I did that; replaced all the OEM coupling caps...and got me a nice red plate AGAIN on the same tube, 1/2 hour into operation at a background volume level.

So I tore out all the voltage tripler, used the spare 6.3V winding to buck the primary, got rid of the 15 Ohm dropping resistor I put in the voltage doubler, changed the 1st dropping resistor in the B+ string back to the OEM part (1.8k); ended up with 400V, 350V, 300V on the B+, Screen and 12AX7 supply. Dropping 13.7V across a 100 Ohm resistor, that is connecting all 4 cathodes together to ground as original.
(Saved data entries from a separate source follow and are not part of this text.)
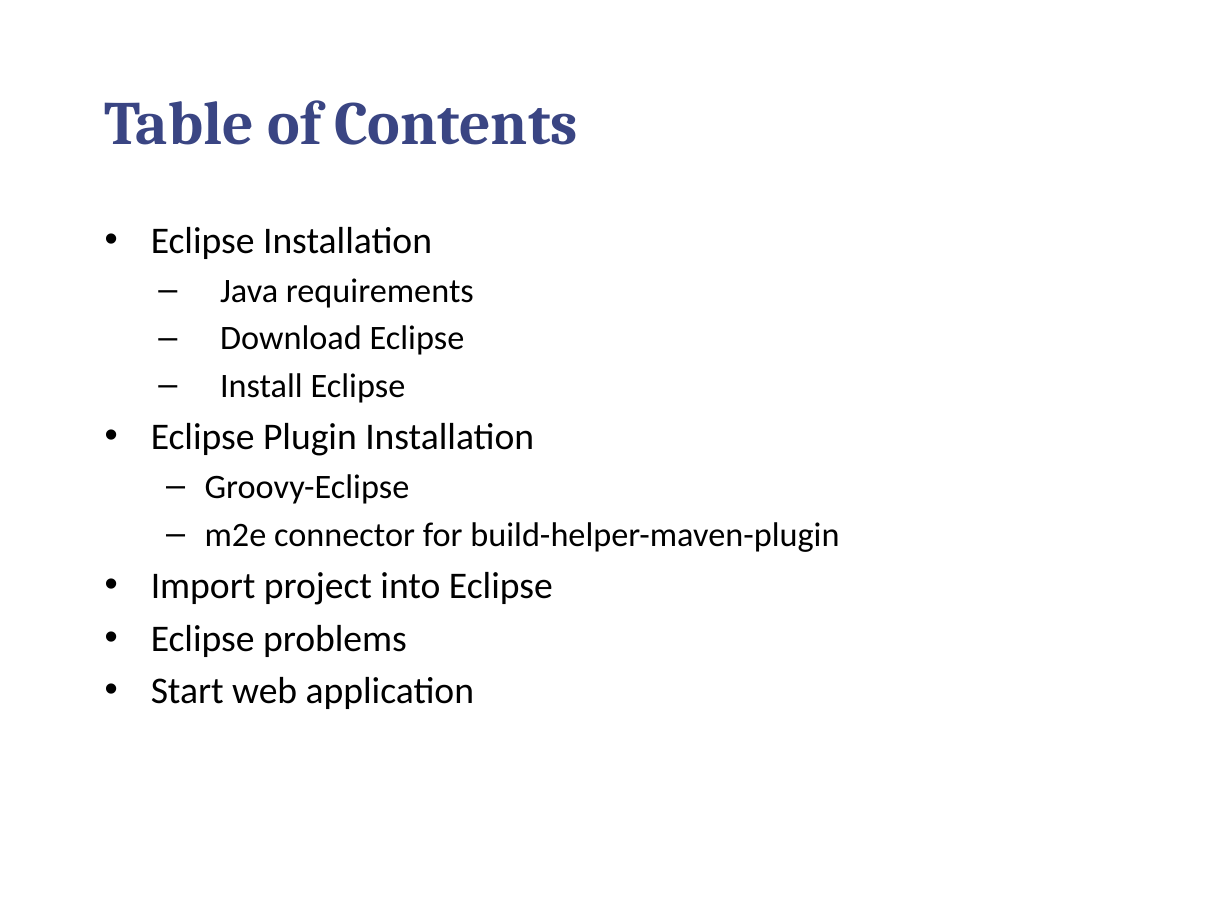
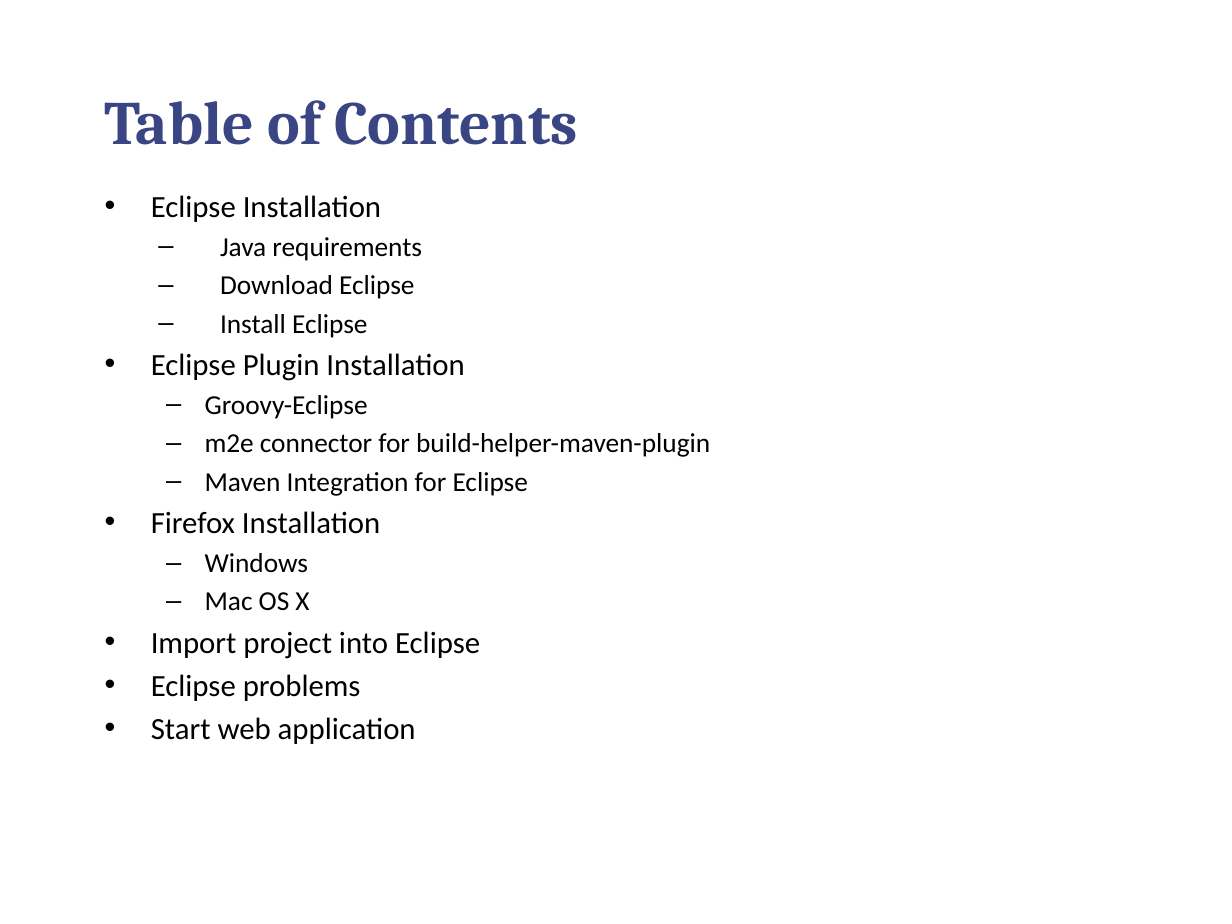
Before and after one commit to callistaenterprise/groovy-tdd-cadec, a slide deck: slide 2 of docs/groovy-tdd-installation.pptx. Drawn at 1232x924 pixels with LibreOffice and Linux fonts; fonts in the diff are those of the drawing; background and template pictures are left out. Boxes give left, top, right and bottom in pixels: in the first picture for what was removed or moved away, otherwise in the second. Text is boxed around its words. In the diff, an @@ line names an element or a change of style, - is before the commit and + after.

```diff
--- a/docs/groovy-tdd-installation.pptx
+++ b/docs/groovy-tdd-installation.pptx
@@ text "Eclipse Installation": place and size @@
-text "Eclipse Installation" at bbox=[151, 227, 839, 709]
+text "Eclipse Installation" at bbox=[151, 195, 710, 744]
@@ text at bbox=[151, 195, 710, 744]: size 22 to 18 pt in "Eclipse Installation", "Eclipse Plugin Installation", "Import project into Eclipse", "Eclipse problems" and 1 more places; size 20 to 16 pt in "Java requirements", "Download Eclipse", "Install Eclipse", "Groovy-Eclipse" and 1 more places @@
@@ text at bbox=[151, 472, 528, 611]: paragraphs added @@
+  – Maven Integration for Eclipse
+• Firefox Installation
+  – Windows
+  – Mac OS X
```
Also in this commit, not shown: 2 other slides changed, 3 slides added, 1 other file.

Not a lot different than the voltages it was operating at with the negative supply at about -13V and cathodes grounded. It's been on for over an hour without that tube red-plating. Distortion however went up from 1 to 2% for 1kHz at 8W out. It doesnt make 14W at 4% anymore either; less power at more like 9% - with the typical crossover distortion you can see on the scope trace.

Murphy's law for tubes; buy a matched quad and one wont work quite the same as the other three, taking your project from not bad to unusable.

I hope that buck trick is actually a safe thing to do. Somehow I doubt UL would approve...
 
Whether or not the buck trick is safe depends how well insulated that “spare 6.3 V winding” is from all the other secondary windings. With proper insulation - the same as used between primary and secondary - it will be fine. Just wound in there on top of the others without so much as a layer of Mylar tape, well, that’s another story.

Your ghost in the machine might just be a tube that doesn’t like being run at 400 volts. Does “new” mean new production or old but unused?